=== Section Start ===

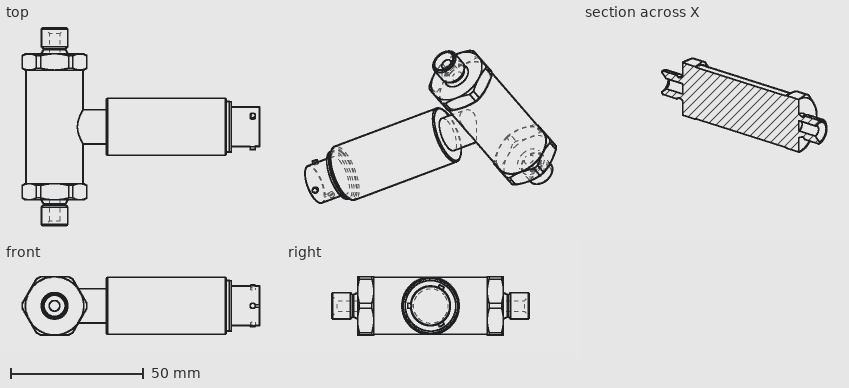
import cadquery as cq
import math


total_length = 74.6
tube_diameter = 21.6
hex_outer_face = 27.5
hex_thickness = 6.1
hex_sides = 6
hex_half_angle = 180 / hex_sides
hex_flats = 22.0
hex_corner_diameter = 24.4
hex_chamfer_angle = 30.0

nipple_diameter = 10.0
nipple_chamfer = 0.5
neck_diameter = 8.5
neck_start = 1.5
neck_width = 0.5
nipple_length = total_length / 2 - hex_outer_face
bore_diameter = 4.0
mouth_diameter = 8.0
mouth_angle = 90.0

total_x = 89.55
branch_diameter = 13.0
housing_diameter = 21.6
housing_start = 19.5
housing_end = 64.75
housing_chamfer = 0.5
flange_diameter = 19.1
flange_middle = 65.75
flange_end = 66.6
flange_tip_diameter = 19.05

shell_diameter = 15.0
shell_end = total_x - hex_corner_diameter / 2
shell_chamfer = 0.2
pin_diameter = 2.0
pin_tip_radius = 8.6
pin_x = 74.7
pin_count = 3
key_slot_diameter = 1.0


def tube():
    """Plain tube between the inner faces of the two hex collars."""
    half_length = hex_outer_face - hex_thickness
    return cq.Workplane("XZ").circle(tube_diameter / 2).extrude(half_length, both=True)


def hex_collar():
    """Hexagon on the -Y end, turned so that its corners are rounded and both faces chamfered."""
    inner = hex_outer_face - hex_thickness
    corner_radius = hex_corner_diameter / 2
    face_radius = hex_flats / 2
    chamfer_width = (corner_radius - face_radius) * math.tan(math.radians(hex_chamfer_angle))
    across_corners = hex_flats / math.cos(math.radians(hex_half_angle))
    inner_plane = cq.Workplane("XZ", origin=(0, -inner, 0))
    prism = inner_plane.polygon(hex_sides, across_corners).extrude(hex_thickness)
    turned = (
        cq.Workplane("XY")
        .moveTo(0, -inner)
        .lineTo(face_radius, -inner)
        .lineTo(corner_radius, -inner - chamfer_width)
        .lineTo(corner_radius, -hex_outer_face + chamfer_width)
        .lineTo(face_radius, -hex_outer_face)
        .lineTo(0, -hex_outer_face)
        .close()
        .revolve(360, (0, 0, 0), (0, 1, 0))
    )
    return prism.intersect(turned)


def nipple():
    """Turned nipple on the -Y end, with a V-shaped neck next to the hex collar."""
    radius = nipple_diameter / 2
    neck_radius = neck_diameter / 2
    tip = hex_outer_face + nipple_length
    neck_near = hex_outer_face + neck_start
    neck_far = neck_near + neck_width
    thread_start = neck_far + radius - neck_radius
    return (
        cq.Workplane("XY")
        .moveTo(0, -hex_outer_face)
        .lineTo(radius, -hex_outer_face)
        .lineTo(neck_radius, -neck_near)
        .lineTo(neck_radius, -neck_far)
        .lineTo(radius, -thread_start)
        .lineTo(radius, -tip + nipple_chamfer)
        .lineTo(radius - nipple_chamfer, -tip)
        .lineTo(0, -tip)
        .close()
        .revolve(360, (0, 0, 0), (0, 1, 0))
    )


def nipple_bore():
    """Cutter for the -Y end: blind bore as deep as the nipple, with a conical mouth."""
    tip = total_length / 2
    bore_radius = bore_diameter / 2
    mouth_radius = mouth_diameter / 2
    mouth_depth = (mouth_radius - bore_radius) / math.tan(math.radians(mouth_angle / 2))
    return (
        cq.Workplane("XY")
        .moveTo(0, -tip)
        .lineTo(mouth_radius, -tip)
        .lineTo(bore_radius, -tip + mouth_depth)
        .lineTo(bore_radius, -tip + nipple_length)
        .lineTo(0, -tip + nipple_length)
        .close()
        .revolve(360, (0, 0, 0), (0, 1, 0))
    )


def x_cylinder(diameter, start, end):
    """Cylinder on the X axis between two X positions."""
    return cq.Workplane("YZ", origin=(start, 0, 0)).circle(diameter / 2).extrude(end - start)


def housing():
    """Branch, chamfered housing, two-step flange and connector shell, all on the X axis."""
    shell = x_cylinder(shell_diameter, flange_end, shell_end).faces(">X").chamfer(shell_chamfer)
    barrel = x_cylinder(housing_diameter, housing_start, housing_end)
    barrel = barrel.edges("%CIRCLE").chamfer(housing_chamfer)
    return (
        x_cylinder(branch_diameter, 0, housing_start)
        .union(barrel)
        .union(x_cylinder(flange_diameter, housing_end, flange_middle))
        .union(x_cylinder(flange_tip_diameter, flange_middle, flange_end))
        .union(shell)
    )


def bayonet_pins():
    """Radial pins spaced evenly round the shell, the first one pointing to -Y."""
    first_pin = cq.Workplane("XZ", origin=(pin_x, 0, 0)).circle(pin_diameter / 2).extrude(pin_tip_radius)
    pins = first_pin
    for index in range(1, pin_count):
        pins = pins.union(first_pin.rotate((0, 0, 0), (1, 0, 0), index * 360 / pin_count))
    return pins


def key_slot():
    """Cutter for the half-round slot from the first pin to the open end of the shell."""
    slot_centre = (pin_x, -shell_diameter / 2, 0)
    slot_length = shell_end - pin_x
    return cq.Workplane("YZ", origin=slot_centre).circle(key_slot_diameter / 2).extrude(slot_length)


end_fitting = hex_collar().union(nipple()).cut(nipple_bore())
result = (
    tube()
    .union(end_fitting)
    .union(end_fitting.mirror("XZ"))
    .union(housing().cut(key_slot()))
    .union(bayonet_pins())
)

=== Section End ===

_Work to complete_. From the entries, report every line in which the string "Workplane" occurs.

_Problem solution_.
    return cq.Workplane("XZ").circle(tube_diameter / 2).extrude(half_length, both=True)
    inner_plane = cq.Workplane("XZ", origin=(0, -inner, 0))
        cq.Workplane("XY")
        cq.Workplane("XY")
        cq.Workplane("XY")
    return cq.Workplane("YZ", origin=(start, 0, 0)).circle(diameter / 2).extrude(end - start)
    first_pin = cq.Workplane("XZ", origin=(pin_x, 0, 0)).circle(pin_diameter / 2).extrude(pin_tip_radius)
    return cq.Workplane("YZ", origin=slot_centre).circle(key_slot_diameter / 2).extrude(slot_length)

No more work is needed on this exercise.